To Be, Someone Else’s Song derives its title from Kamala Das’s poem Someone Else’s Song (Summer in Calcutta, 1965) that embodies the many forms taken by a women as well as the constant questioning and agony through continuous cycles of hope and despair, love and lust, birth and death. Echoing the constant subjugation and exploitation that forms the basis of Rekha’s artistic practice rooted in her political ideology. In spite of the active argumentation that her practice resonates with, it also breathes into an artistic solace and harmonic order that infuses a promise of a better tomorrow and To Be, Someone Else’s Song.
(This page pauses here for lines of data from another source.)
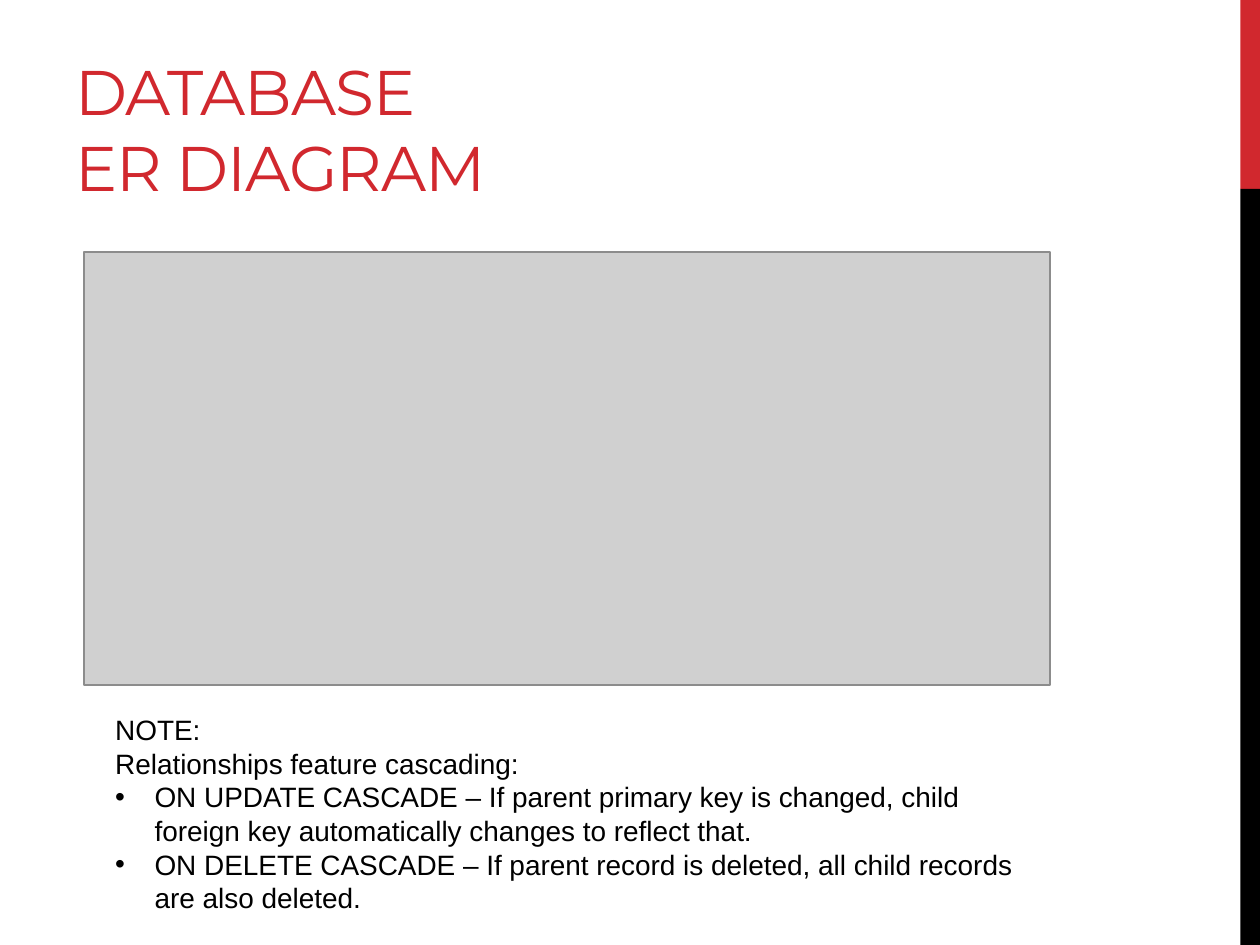
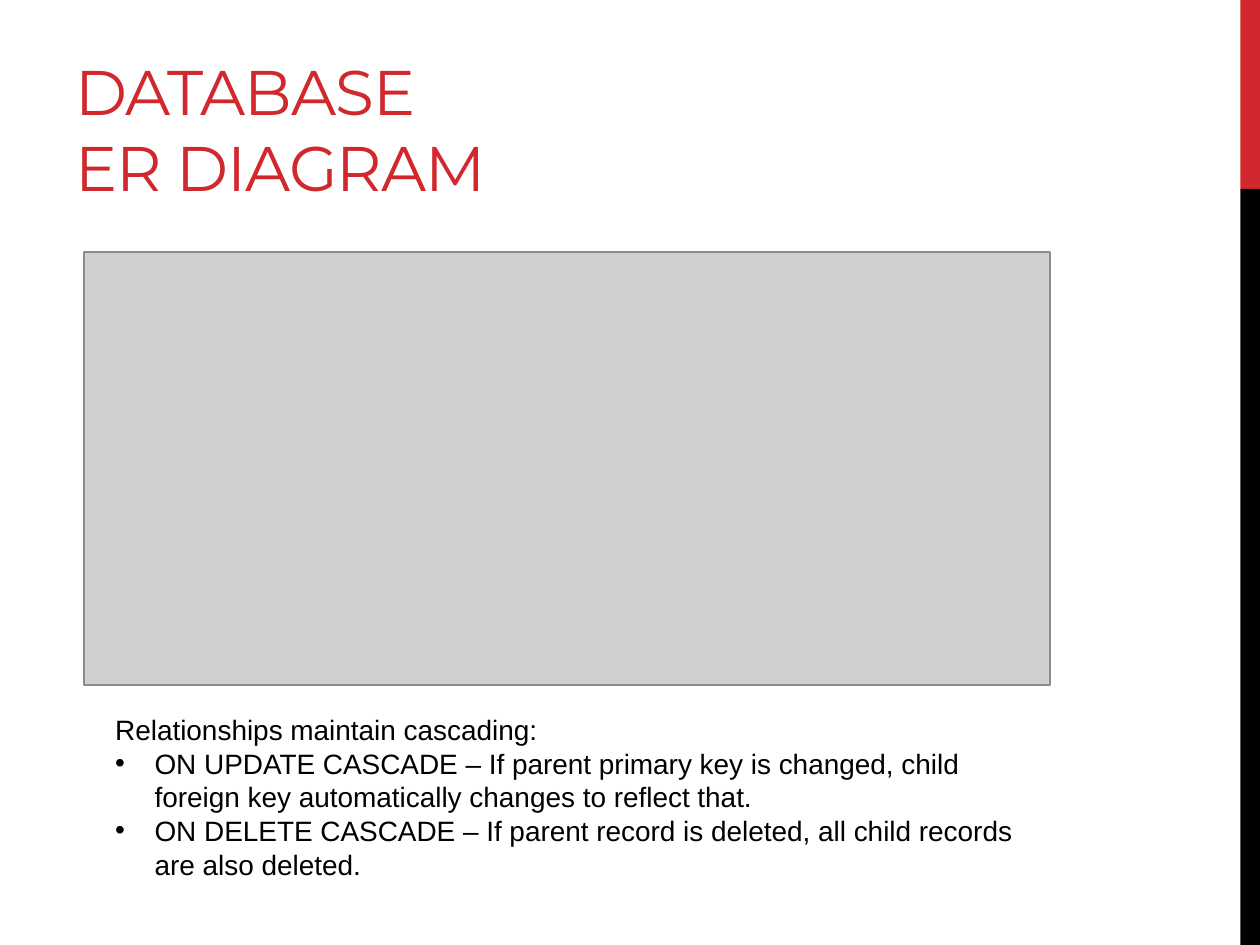
Before and after one commit to AndreasSchwagerl/RR-Survey-System, a slide deck: slide 16 of Survey System - Progress Presentation 3.pptx (slide 15 before the commit). Drawn at 1260x945 pixels with LibreOffice and Linux fonts; fonts in the diff are those of the drawing; grey boxes stand for pictures. Boxes give left, top, right and bottom in pixels: in the first picture for what was removed or moved away, otherwise in the second. Text is boxed around its words. In the diff, an @@ line names an element or a change of style, - is before the commit and + after.

```diff
--- a/Survey System - Progress Presentation 3.pptx
+++ b/Survey System - Progress Presentation 3.pptx
@@ text at box(115, 719, 537, 745): text changed @@
-NOTE:
-Relationships feature cascading:
+Relationships maintain cascading:
```
Also in this commit, not shown: 4 other slides changed, 1 slide added.

I am a million, million people
Talking all at once, with voices
Raised in clamour, like maids
At village-wells.
I am a million, million deaths
Pox-clustered, each a drying seed
Someday to be shed, to grow for
Someone else, a memory.
I am a million, million births
Flushed with triumphant blood, each a growing
Thing that thrusts its long-nailed hands
To scar the hollow air.
I am a million, million silences
Strung like crystal beads
Onto someone else’s
Song.
- Kamala Das (1934-2009)
Breathing through Shifting Scapes
Curated by Jesal Thacker
We have through time witnessed the shifting scapes that have been caused due to a varying combination of geological, political, and ecological reasons. The exhibition Breathing through Shifting Scapes, traces these shifts through the artistic practices of Ankush Safaya, Lakshman Rao Kotturu, Madhu Das, Meghna Patpatia, Minal Damani, Nidhi Khurana, Rachana Badrakia, Ratna Gupta, Sitaram Swain, Sneh Mehra, Sujith SN and Suhasini Kejriwal.
Nature encompasses many scapes; by the body of the earth through flowing waterbodies reflecting the suspended sky along with the developing urban scapes mapping their political boundaries the artist is a witness to this continuous transformation and commodification. Each of the twelve artists present a distinct aspect of this multilayered scape, from its organic earthly formation, to its resounding abstraction and vital force to its chaotic urbanisation and political mapping that leads to an ecological disrupt, each one weaving a reality that confronts their own surrounding existence.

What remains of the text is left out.